I think she had been abused before college. Or raped maybe. I’m not sure. There was a thing she made a point of letting me know that she wasn’t talking about. I forged ahead. I am I and my self-loathing.
I never did anything like that to her, not exactly. She consented, but on the false premise that we were sharing something when really I was a parasite.
When I broke up with her (out of guilt? Or exhausted utility? To go back home to something more real with Shauna) she cried for a few days and then came by to bring some of my things since my car had broken down (1996 Dodge Neons. Avoid them). I was honest about my feelings and apologized, but poured on enough façade to entice her hope, and we had sex again. We did a new thing that she hadn’t wanted to do, and it occurs to me now that she was probably making a final effort to keep me.
It did not work.
Now, it’s not for me to try and psychoanalyze her behavior following that. At the time I called her fucking crazy and may have been heard saying, “That bitch is crazy. That’s a crazy bitch,” in the privacy of my own home, giving in to crass expression in a way I strive to avoid. Obviously she was just hurt, grasping frantically for purchase on some lever to hurt me and finding none. There were none to be found. She told everyone we knew that I was a horrible human (fair, all things considered) or that I was a sociopath (the jury remains out). She cried. Everywhere. At the sight of me or mention of my name. For months. She lived in co-op housing with many of my closer friends, and I’ll admit more than a bit of annoyance at that. She turned friends against me, as much as she might by blocking me online and publishing (an honest and accurate) portrayal of things gone by. Shauna straddled the line of friend to Magda and girlfriend to me. The whole situation got a bit fucked.
Who knows why she couldn’t let it go.
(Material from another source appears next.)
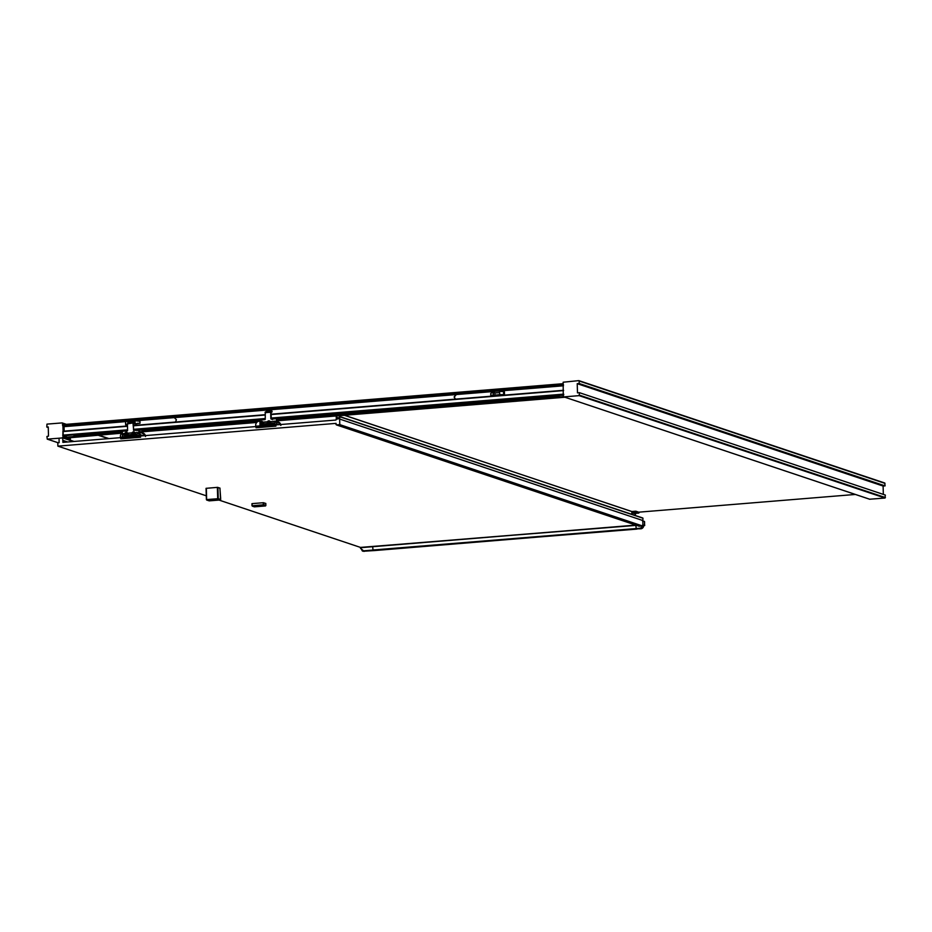 <?xml version="1.0" encoding="UTF-8"?>
<svg xmlns="http://www.w3.org/2000/svg" width="932" height="932" viewBox="0 0 932 932"><rect width="100%" height="100%" fill="white"/><g stroke="black" fill="none" stroke-linecap="round" stroke-linejoin="round"><path stroke-width="1.4" d="M644.571 522.759L644.327 525.38M360.556 547.445L635.845 525.182L636.276 528.84L640.843 528.805A3.18 2.936 -71.5 0 0 643.709 525.415L642.579 525.042M644.431 521.745L644.699 525.543L643.709 525.415M640.843 528.805L640.086 528.526L642.299 526.335M644.408 524.448L644.699 525.543L643.709 525.473M642.416 526.463L641.053 528.164L636.276 528.84L635.81 525.403L360.463 547.41M642.474 520.883L644.548 521.582L642.358 520.767M644.548 521.582L644.548 522.794M144.309 429.489L144.635 429.99L142.841 430.316L144.029 429.512M279.612 418.421L279.926 418.922L278.144 419.249L279.332 418.445M142.829 430.06L144.542 429.675M142.829 429.92L144.145 429.582L142.829 429.978M141.466 429.594L142.713 430.269L141.466 429.594M140.266 432.238L141.617 432.04L140.313 432.122M141.652 431.842L140.313 432.052M270.35 422.72A1.666 1.538 108.5 0 1 268.288 424.083A1.666 1.538 108.5 0 1 267.286 422.289A1.666 1.538 108.5 0 1 269.348 420.926A1.666 1.538 108.5 0 1 270.35 422.72M270.641 423.186A1.666 1.538 -71.5 0 0 270.49 421.648L274.625 421.182A0.85 0.781 108.5 0 1 275.429 422.114A0.85 0.781 108.5 0 1 274.672 422.848L270.28 423.21A1.666 1.538 108.5 0 1 268.323 424.095M260.005 423.186A1.666 1.538 108.5 0 1 262.09 421.474A1.666 1.538 108.5 0 1 263.115 422.93A1.666 1.538 108.5 0 1 261.03 424.631A1.666 1.538 108.5 0 1 260.005 423.186M263.36 423.78A1.666 1.538 -71.5 0 0 263.255 422.231L262.952 422.138A1.666 1.538 -71.5 0 0 262.125 421.485M46.868 427.066L48.266 427.543L46.868 427.066L48.243 426.949L48.499 436.118L46.938 436.456L47.252 439.135L59.054 438.203L59.1 440.859A9.996 9.238 -71.5 0 0 59.089 441.826A9.996 9.238 -71.5 0 0 59.147 442.653A0.629 0.583 -71.5 0 0 59.147 442.677L57.784 442.782L57.877 446.137L336.068 423.373L335.998 424.491M120.484 437.656L62.863 442.374A0.629 0.583 -71.5 0 0 62.863 442.351A9.996 9.238 -71.5 0 0 62.805 440.556L67.43 442.001M62.84 435.139L127.602 429.803L62.747 435.221L127.614 430.526M555.926 395.529L271.142 418.678M126.694 435.559A1.666 1.538 108.5 0 1 124.702 434.032A1.666 1.538 108.5 0 1 126.775 432.413A1.666 1.538 108.5 0 1 126.694 435.559M125.762 435.594A1.666 1.538 -71.5 0 0 127.614 434.883L132.216 434.51M131.96 433.66A1.666 1.538 108.5 0 1 134.045 431.947A1.666 1.538 108.5 0 1 135.07 433.403A1.666 1.538 108.5 0 1 132.985 435.116A1.666 1.538 108.5 0 1 131.96 433.66M135.326 434.254A1.666 1.538 -71.5 0 0 135.21 432.716L137.004 432.436A0.85 0.781 108.5 0 1 137.808 433.368A0.85 0.781 108.5 0 1 137.051 434.114L134.954 434.289A1.666 1.538 108.5 0 1 133.02 435.127L132.985 435.116M134.08 431.959A1.666 1.538 108.5 0 1 134.907 432.611M278.132 418.992L279.845 418.608M278.132 418.852L279.437 418.48L278.132 418.911M258.875 420.111L259.69 420.216M258.374 420.157L259.597 420.425M276.757 418.526L278.016 419.202L276.757 418.526M275.802 421.031L277.037 421.031M278.039 418.55L278.074 420.891M277.829 418.934L278.179 420.833L276.909 421.311L278.051 420.67L277.841 419.144L276.757 418.981M276.897 420.635L277.887 420.612L276.886 420.495M274.043 418.899L271.387 419.12L274.031 418.922M276.42 418.841L270.839 418.759L270.664 412.224L270.897 411.478L271.725 411.746L271.527 410.325L266.599 410.697L266.214 411.862M259.585 420.472L258.094 420.181M373.021 549.997L372.695 546.886L373.021 549.997L641.053 528.164M373.161 550.358L637.022 529.085L373.173 550.369M372.8 546.7L635.775 525.1M372.8 546.711L360.964 547.573L219.02 500.076M363.492 551.15L360.416 548.179L364.202 551.383M362.373 551.01L360.381 547.387M637.092 528.898L373.93 550.614M260.424 425.493L275.534 424.584L255.741 426.204L256.09 427.776L275.884 426.157L275.884 424.91L335.974 420.029L336.172 419.272L338.992 418.619A11.126 10.287 -71.5 0 0 339.341 416.744L339.83 416.779A15.366 14.201 108.5 0 1 339.644 419.05L339.796 424.631L336.336 424.875L639.468 526.324M641.997 526.51L338.864 425.05M642.253 526.487L642.929 526.091L642.777 520.51A15.366 14.201 -71.5 0 0 642.963 518.227L339.83 416.779M642.777 520.51L339.644 419.05M122.651 436.735L138.658 435.326L139.357 434.976L139.276 432.297A3.81 3.518 108.5 0 1 140.219 434.696L140.243 435.663L120.438 437.283L120.799 438.844L140.592 437.225L140.581 435.978L255.776 426.588M70.319 437.725L70.168 439.345L63.061 436.957L62.584 437.912L59.124 438.191L62.712 437.9L62.828 440.463M73.477 441.5L62.759 437.912L73.36 441.512M63.061 436.957L63.236 436.106L68.805 437.551M46.798 427.054L46.984 424.118L62.118 422.907L62.887 423.78L63.236 436.106M134.138 421.66L134.767 421.613M134.464 423.606L135.117 423.571L134.802 420.518M136.678 420.518L134.954 420.46L135.117 423.571L137.051 423.641L135 423.571M127.439 424.188L125.622 424.643L125.692 421.485L63.935 426.623L126.018 421.404M127.801 423.186L127.905 420.961L128.173 423.151M139.975 421.299L140.021 423.268L139.975 421.299M128.057 421.008L129.431 421.916M127.451 424.561L126.368 424.829L127.463 424.875M130.142 421.858L127.905 420.961L125.727 421.485L127.87 420.973M139.765 421.287L134.756 420.658L135.222 424.025M137.051 423.641L139.823 423.256M140.021 423.268L137.365 423.303M127.463 424.992L126.391 425.027M132.076 432.972L127.707 433.194L132.134 432.832M125.039 435.093L124.026 435.174A0.85 0.781 108.5 0 1 123.222 434.242A0.85 0.781 108.5 0 1 123.979 433.508L124.818 433.438M124.772 433.566L124.294 433.601A0.85 0.781 -71.5 0 0 123.898 435.174M127.999 434.848A1.666 1.538 -71.5 0 0 128.01 433.298M270.49 421.648L274.637 421.299A3.81 3.518 108.5 0 1 275.301 422.464M262.952 422.138L267.461 421.765M263.255 422.231L267.391 421.893M267.496 423.443L262.999 423.804A1.666 1.538 -71.5 0 1 261.1 424.666A1.666 1.538 -71.5 0 0 261.1 424.666L261.03 424.631M255.741 426.204L255.706 425.248A3.81 3.518 108.5 0 1 258.607 421.276L259.597 421.031M137.435 432.541A0.85 0.781 -71.5 0 0 137.307 432.541L135.21 432.716M133.497 422.802L127.428 423.932L127.614 430.479L122.337 431.33L122.348 436.63M134.196 422.744L133.742 421.567L128.977 421.951L128.593 423.116M138.821 430.106L133.626 430.409L133.416 423.617M139.357 434.976L138.658 435.326M138.658 430.025L139.043 434.871M134.057 421.66L134.511 423.14L134.278 423.885L133.451 423.617M133.626 430.409L133.031 423.478M139.276 432.297L139.229 430.491M122.791 436.747L138.973 435.43M133.229 422.755L127.672 423.198L127.428 423.932M127.707 433.194A1.666 1.538 -71.5 0 0 126.822 432.436M126.81 433.566L126.169 434.032A2.062 0.629 70 0 0 126.403 434.673L126.076 434.801A2.062 0.629 -110 0 1 125.832 434.161L125.61 433.17L126.065 433.683M125.96 433.147L125.447 434.324M125.832 434.161L126.204 434.743M133.404 432.669L132.635 433.671M134.091 433.263L133.369 433.229L134.091 433.194L133.462 434.335L133.031 433.625L133.276 434.347M132.624 433.38L133.066 432.634L133.369 433.229M120.438 437.364L140.266 435.663L120.473 437.294L120.414 436.316A3.81 3.518 108.5 0 1 121.987 432.984M133.602 430.363L261.193 419.971M255.741 426.297L275.534 424.584M278.796 423.163L278.039 422.394A3.39 3.134 -71.5 0 0 277.853 422.324L277.328 422.149M278.12 421.963L278.994 422.755L277.258 421.777A3.81 3.518 108.5 0 1 278.12 421.963L278.785 422.848M265.049 419.598L134.697 430.269M275.546 424.677L275.849 426.145L256.09 427.776L275.895 426.157M499.668 394.69L494.566 395.098M499.599 394.574L492.364 395.622L493.284 395.121L492.993 391.999L490.733 393.444L490.791 395.413L492.073 395.436M499.54 392.605L494.869 392.989L492.912 392.186M494.426 395.343L493.284 395.121L493.203 392.186L494.344 392.407L493.063 391.999M499.727 391.382L503.734 391.603L503.618 394.76L504.328 394.993L500.635 395.028M503.664 391.452L504.433 391.836L503.583 391.591L503.664 394.527L499.808 394.737L499.517 391.603M500.717 394.853L503.606 394.935L500.717 394.842M494.869 392.989L494.927 394.958M504.328 394.993L500.915 394.982M490.791 395.413L492.003 395.273M504.433 391.836L504.515 394.772M555.81 395.494L271.142 418.783M265.236 419.26L133.521 430.036M74.572 435.197L127.404 430.875L73.779 434.929M884.748 483.009L578.854 380.629L563.161 382.213L563.243 396.333L563.872 396.881L579.133 395.646L579.448 392.687L577.479 392.85L577.223 383.669L579.191 383.506L885.074 485.887L884.748 483.009L578.982 380.699M869.696 499.226L885.016 498.026L885.33 495.067L579.448 392.687M883.338 494.391L883.105 486.05L577.223 383.669M883.105 486.05L885.074 485.887M579.191 383.506L579.122 381.002L885.004 483.382M631.873 514.336L631.861 512.111L635.496 511.284L631.849 511.586L344.607 415.276M635.24 515.466L635.577 513.369L638.735 513.113L639.107 512.332L635.519 511.214L631.849 511.517L344.386 415.299M336.697 419.144L336.708 417.326L339.108 418.13M336.708 417.326L336.697 415.928M336.312 419.237L336.219 415.963M638.793 512.169L855.378 494.449M639.107 512.332L636.02 511.249M252.211 503.618L252.001 505.785L263.313 504.818L263.255 502.721L252.211 503.618L252.024 505.796M265.795 503.443L263.255 502.721M256.964 505.948L261.263 506.123L256.964 505.948M219.905 488.088L217.377 487.366L206.054 488.333L206.403 499.622M220.651 498.247L219.905 488.042M211.051 499.902L215.642 499.971L211.04 499.855M62.421 424.654L563.079 383.693M68.549 437.865L121.766 433.17M62.759 436.98L70.18 439.345L63.248 436.735M67.011 437.225L76.902 436.118M62.98 431.236L127.486 425.959L62.98 431.236L62.84 435.093M125.54 421.625L64.052 426.658L64.168 431.143M563.417 384.974L63.05 425.912L63.9 426.495M63.05 425.912L563.417 384.916M62.607 424.724L63.027 425.854M563.441 385.79L136.946 420.682M456.33 394.551L454.233 397.032L455.119 399.152M455.783 399.467L454.117 396.997L455.899 394.562M175.484 422.033L176.416 419.715L174.296 417.629M134.744 420.868L129.07 421.334M563.441 385.743L456.237 394.516M174.168 417.594L136.899 420.647M134.744 420.821L128.942 421.287M563.674 394.189L271.13 418.107M265.224 418.608L133.497 429.361M127.602 429.862L62.817 435.162M558.466 396.45L278.144 419.388L558.466 396.45M259.597 420.903L142.841 430.456L259.597 420.903M121.964 432.168L76.925 435.85L121.964 432.168M564.175 396.985L278.167 420.379M257.057 422.103L142.876 431.446M206.263 495.801L57.877 446.137M143.493 434.242L142.736 433.462A3.39 3.134 -71.5 0 0 142.549 433.392L142.037 433.217M141.641 432.937L141.967 432.844A3.81 3.518 108.5 0 1 142.817 433.031L143.481 433.928M142.817 433.031L140.359 432.343M120.461 437.283L140.266 435.663M140.243 435.745L140.592 437.225L120.787 438.844M271.061 412.352L271.27 419.144M260.273 425.47L276.291 424.06L276.979 423.711L276.851 419.237M276.979 423.711L276.291 424.06M275.534 424.258L276.594 424.165M259.97 425.365L259.97 420.064L265.247 419.214L265.294 411.932L270.944 411.478M271.655 410.395L272.132 411.886L271.072 412.352M276.676 423.617L276.548 419.132M270.851 411.49L265.294 411.932M270.187 421.544A1.666 1.538 -71.5 0 0 269.383 420.938M261.438 422.196L260.68 423.198M262.137 422.779L261.403 422.755L262.137 422.72L261.508 423.862L261.065 423.151L261.31 423.874M260.669 422.907L261.1 422.161L261.403 422.755M269.406 422.394L268.288 423.233L267.81 422.138L268.579 421.52L267.915 422.522M268.334 422.569L268.451 423.256M268.731 421.544L268.731 422.254M140.499 432.099L141.384 432.227M142.736 429.629L142.771 431.959M142.538 430.002L142.887 431.842L139.858 432.53L142.654 431.865L142.549 430.211L138.81 430.071M138.821 431.935L142.584 431.679L138.763 431.796M141.571 429.967L138.751 429.967L141.594 429.955M636.509 525.345L635.81 525.403M492.364 395.622L493.191 395.11M134.744 420.67L128.639 421.194M67.174 442.024L62.805 440.556M133.521 429.943L265.236 419.155M261.146 419.971L261.799 419.913M363.363 550.847L373.021 550.055M339.493 424.992L642.626 526.452M339.796 424.631L642.929 526.091M135.035 423.815L136.771 423.874M125.622 424.643L125.564 421.683L127.847 421.148M126.531 425.062L125.82 424.829L127.451 424.456M277.258 421.777L278.447 422.08A3.81 3.518 -71.5 0 0 278.237 422.01M278.039 422.394L277.212 421.893M280.672 424.549A3.81 3.518 -71.5 0 0 278.447 422.08L280.847 425.435M278.738 424.712L276.827 424.072M255.741 426.402L275.546 424.782M275.546 424.817L255.752 426.437M256.02 427.718L275.825 426.087M556.427 395.774L271.235 419.097L556.427 395.774M492.9 392.046L492.271 392.267M493.11 395.354L494.146 395.552M490.803 393.409L490.849 395.378M563.697 395.063L556.218 395.681L559.759 396.857M559.992 396.939L563.51 396.648L559.992 396.939L555.868 395.354M563.942 396.892L869.836 499.272M885.016 498.026L579.133 395.646M579.518 395.191L885.4 497.572M639.061 512.25L635.508 511.621L639.119 512.658M635.193 513.823L632.141 512.798L632.525 512.344L635.671 512.087L638.735 513.113M635.577 513.369L632.35 511.878M635.519 511.214L631.849 511.517M631.861 512.775L632.187 514.441M263.803 502.744L263.861 504.829L265.853 505.493L265.795 503.408L265.853 505.54M265.469 505.948L254.424 506.857L252.432 506.192L263.476 505.284L265.469 505.948M259.515 505.738L257.15 505.925M261.065 506.029L259.946 505.796M257.675 506.251L260.867 506.099M256.789 505.971L257.954 506.344M206.333 488.263L206.648 499.575L218.239 498.69L217.925 487.378M206.054 488.333L206.659 500.03L218.239 498.69L220.686 499.505L220.558 497.933L220.302 499.96L217.692 498.678L217.377 487.366M208.989 500.775L206.659 500.03L209.257 500.868L220.709 499.529M220.348 499.96L209.304 500.857M220.43 497.863L219.94 488.065M212.053 500.239L212.717 500.263M213.882 499.599L211.517 499.785M215.432 499.89L214.325 499.657M211.168 499.82L212.321 500.204M62.887 423.78L65.089 424.514M63.597 424.643L62.91 424.41M67.547 437.423L63.166 435.955M62.759 423.594L65.426 424.491L62.817 423.629M47.404 439.147L58.168 442.758M62.246 422.977L66.498 424.398M99.223 435.361L108.928 438.599M108.322 438.657L98.617 435.407M65.892 424.456L62.374 423.279M74.059 441.453L62.782 437.679M563.685 394.527L271.142 418.468M265.236 418.946L133.509 429.722M127.602 430.211L62.759 435.512M62.747 435.221L127.602 429.92M133.509 429.431L265.224 418.654M271.13 418.177L563.674 394.236M563.685 394.679L271.142 418.608M265.236 419.097L133.521 429.873M127.614 430.351L62.805 435.652M127.614 430.421L62.957 435.71M563.429 385.347L127.905 420.961M127.766 420.996L63.248 426.274M134.954 420.46L563.429 385.615M133.497 429.314L265.224 418.538M271.13 418.06L563.674 394.12M563.569 390.601L271.026 414.542M265.131 415.02L133.404 425.796M127.498 426.285L62.852 431.574M133.393 425.481L265.119 414.705L133.393 425.481M271.026 414.216L563.569 390.287L271.026 414.216M558.641 396.508L278.144 419.458M259.597 420.973L142.852 430.526M121.976 432.238L76.925 435.92M142.887 431.784L256.708 422.464L142.887 431.784M278.179 420.705L564.967 397.242L278.179 420.716M563.406 384.788L62.712 425.749M62.63 425.516L563.406 384.543M76.645 436.432L76.902 434.999L76.902 436.083L73.267 434.871M67.022 437.236L76.622 436.444L73.15 434.871M63.259 435.966L72.719 434.906M62.852 440.37L67.652 441.978M141.967 432.844L143.144 433.147A3.81 3.518 -71.5 0 0 142.934 433.077M142.736 433.462L141.909 432.961M140.359 432.215A3.81 3.518 -71.5 0 0 140.278 432.18L143.563 433.881M145.369 435.617A3.81 3.518 -71.5 0 0 143.144 433.147L145.543 436.502M143.435 435.78L140.219 434.696M120.752 438.832L140.546 437.213M120.449 437.469L140.243 435.85M140.254 435.885L120.449 437.504M120.717 438.786L140.522 437.166M271.119 411.548L271.818 411.49M270.664 412.224L265.061 412.678M136.049 430.304L134.756 429.349M138.751 429.967L136.084 430.188L138.717 430.036M127.335 430.899L125.89 431.038L127.335 430.91M642.789 520.906L644.478 521.466L644.629 522.782M145.776 428.487L144.635 429.99M501.008 395.156L499.599 394.539M281.08 417.42L279.926 418.922M278.866 422.802L276.932 421.858M271.643 418.736L272.377 419.54M264.304 419.703L261.822 419.901M635.845 525.17L360.533 547.701M363.107 551.255L373.872 550.602M339.667 416.534L642.8 517.994M125.529 421.695L125.61 424.631L126.461 425.062M127.987 420.973L129.268 421.392M127.672 423.198L133.276 422.744M492.201 392.279L492.958 392.011M503.536 391.405L504.305 391.65M869.754 499.261L563.872 396.881M265.492 505.948L254.273 506.833L252.001 505.785L251.943 503.688M256.673 505.866L261.216 505.948M211.051 499.727L212.729 500.216M67.617 437.434L63.096 435.92M70.331 437.714L70.378 439.123M62.118 422.907L66.568 424.398M99.293 435.349L108.997 438.599M47.252 439.135L58.099 442.758M62.77 435.151L127.602 429.85M73.488 441.5L62.735 437.9M140.278 432.18L139.264 431.842M136.34 429.803L137.074 430.607"/></g></svg>

It took a year or so. I imagine she felt had or perhaps upset with herself for having been had. I’m honestly trying to give a shit, and maybe it’s just that I’m so far removed, or so absurdly competitive that it all came across to me as a versus relationship, but I really don’t care. About her. At all. I guess she’s an example of what I’ve been, a foil for the father and spouse I am now, emotionally (and literally) engaged.
Is that awful? Should we hold on to our guilt (if I had any ever in this situation) like we might hold our anger in a grudge? Well. I don’t.